About Myelodysplastic Syndrome (MDS)
Myelodysplastic syndromes (MDS) are conditions that can occur when the blood-forming cells in the bone marrow become abnormal, leading to low numbers of one or more types of blood cells. There are several different types of MDS, based on how many types of blood cells are affected and other factors, although the most common finding in MDS is a shortage of red blood cells (anemia). The number of people with MDS diagnosed in the U.S. each year is estimated to be ~10,000. MDS is uncommon before age 50 and is most commonly diagnosed in people in their 70s. In about 1 in 3 patients, MDS can progress to AML, a rapidly growing cancer of bone marrow cells.
About Mastocytosis
Mastocytosis is a rare disorder characterized by abnormal accumulations of mast cells in the skin, bone marrow, and internal organs (liver, spleen, gastrointestinal tract and lymph nodes). Cases beginning during adulthood tend to be chronic and involve the bone marrow in addition to the skin, whereas, during childhood, the condition is often marked by skin manifestations with no internal organ involvement and can often resolve during puberty. In most adult patients, mastocytosis tends to be persistent, and may progress into a more advanced category in a minority of patients. Mastocytosis affects both males and females and can begin during childhood or adulthood. In children, 80% of cases appear during the first year of life, and the majority is limited to the skin. Adults who develop mastocytosis more often have systemic forms of the disease. Cutaneous forms of the disease account for less than 5% of adult cases. An estimate of prevalence from a recent population-based study is approximately 1 case per 10,000 people.
About GTB-3550
GTB-3550 (OXS-3550) is the Company’s first Tri-specific Killer Engager (TriKE) product candidate being initially developed for the treatment AML. GTB-3550 is a single-chain, tri-specific scFv recombinant fusion protein conjugate composed of the variable regions of the heavy and light chains of anti-CD16 and anti-CD33 antibodies and a modified form of IL-15. When the NK stimulating cytokine human IL-15 is used as a crosslinker between the two scFvs, it provides a self-sustaining signal that activates NK cells and enhances their ability to kill.
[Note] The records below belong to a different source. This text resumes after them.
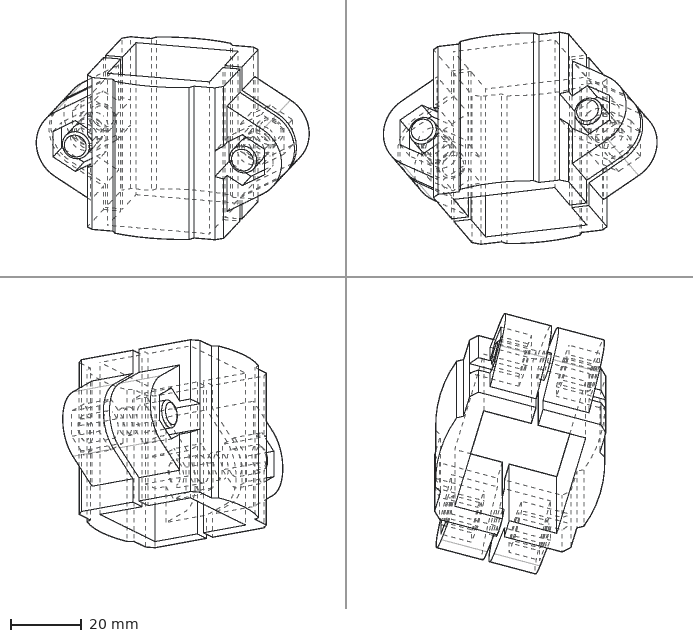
import cadquery as cq
import math

height = 45.0
body_width = 40.0
body_chamfer = 2.0
bore_width = 29.95
split_gap = 2.0

total_depth = 47.0
pad_base_width = 23.75
pad_side_height = 1.7
pad_side_angle = 30

total_width = 72
ear_depth = 29.0
ear_tip_radius = 11.0
ear_flank_angle = 30

bolt_spacing = 49.0
bolt_diameter = 8.0
bolt_chamfer = 0.8
hex_sides = 6
hex_across_flats = 13.0
pocket_depth = 9.0

ear_tip_center = total_width / 2 - ear_tip_radius


def make_body():
    return (
        cq.Workplane("XY")
        .rect(body_width, body_width)
        .extrude(height / 2, both=True)
        .edges("|Z")
        .chamfer(body_chamfer)
    )


def make_pads():
    """Bar through the body whose two ends are the crowned pads."""
    base_half = pad_base_width / 2
    crown_half = base_half - pad_side_height * math.tan(math.radians(pad_side_angle))
    base_y = body_width / 2
    shoulder_y = base_y + pad_side_height
    crown_y = total_depth / 2
    return (
        cq.Workplane("XY")
        .moveTo(-base_half, -base_y)
        .lineTo(-crown_half, -shoulder_y)
        .threePointArc((0, -crown_y), (crown_half, -shoulder_y))
        .lineTo(base_half, -base_y)
        .lineTo(base_half, base_y)
        .lineTo(crown_half, shoulder_y)
        .threePointArc((0, crown_y), (-crown_half, shoulder_y))
        .lineTo(-base_half, base_y)
        .close()
        .extrude(height / 2, both=True)
    )


def make_ear(side):
    """Ear with a rounded tip and tangent flanks; side is +1 for +X, -1 for -X."""
    flank = math.radians(ear_flank_angle)
    root_x = bore_width / 2
    tangent_x = ear_tip_center + ear_tip_radius * math.sin(flank)
    tangent_z = ear_tip_radius * math.cos(flank)
    root_z = tangent_z + (tangent_x - root_x) * math.tan(flank)
    return (
        cq.Workplane("XZ")
        .moveTo(side * root_x, -root_z)
        .lineTo(side * tangent_x, -tangent_z)
        .threePointArc((side * total_width / 2, 0), (side * tangent_x, tangent_z))
        .lineTo(side * root_x, root_z)
        .close()
        .extrude(ear_depth / 2, both=True)
    )


def make_hex_pockets(side):
    """Hexagonal cutters at both ends of one bolt, with flats facing along X."""
    floor_y = ear_depth / 2 - pocket_depth
    across_corners = hex_across_flats / math.cos(math.pi / hex_sides)
    front = (
        cq.Workplane("XZ", origin=(side * bolt_spacing / 2, -floor_y, 0))
        .transformed(rotate=(0, 0, 90))
        .polygon(hex_sides, across_corners)
        .extrude(total_depth / 2 - floor_y)
    )
    return front.union(front.mirror("XZ"))


def make_bolt(side):
    """Bolt ending flush with the outer faces of the ears."""
    return (
        cq.Workplane("XZ", origin=(side * bolt_spacing / 2, 0, 0))
        .circle(bolt_diameter / 2)
        .extrude(ear_depth / 2, both=True)
        .faces("<Y or >Y")
        .chamfer(bolt_chamfer)
    )


clamp = make_body().union(make_pads())
for side in (-1, 1):
    clamp = clamp.union(make_ear(side))

clamp = clamp.cut(cq.Workplane("XY").box(bore_width, bore_width, height))
clamp = clamp.cut(cq.Workplane("XY").box(total_width, split_gap, height))

for side in (-1, 1):
    clamp = clamp.cut(make_hex_pockets(side)).union(make_bolt(side))

result = clamp

We intend to study this anti-CD16-IL-15-anti-CD33 tri-specific killer engager, or TriKE, in CD33 positive leukemias, a marker expressed on tumor cells in AML, myelodysplastic syndrome, or MDS, and other hematopoietic malignancies. CD33 is primarily a myeloid differentiation antigen with endocytic properties broadly expressed on AML blasts and, possibly, some leukemic stem cells. CD33 or Siglec-3 (sialic acid binding Ig-like lectin 3, SIGLEC3, SIGLEC3, gp67, p67) is a transmembrane receptor expressed on cells of myeloid lineage. It is usually considered myeloid-specific, but it can also be found on some lymphoid cells. The anti-CD33 antibody fragment that will be used for these studies was derived from the M195 humanized anti-CD33 scFV and has been used in multiple human clinical studies. It has been exploited as target for therapeutic antibodies for many years. Improved survival seen in many patients when the antibody-drug conjugate gemtuzumab was added to conventional chemotherapy validates this approach. GT Biopharma believes that GTB-3550 could serve as a relatively safe, cost-effective, and easy-to-use therapy for resistant/relapsing AML and could also be combined with chemotherapy as frontline therapy thus targeting the larger patient population.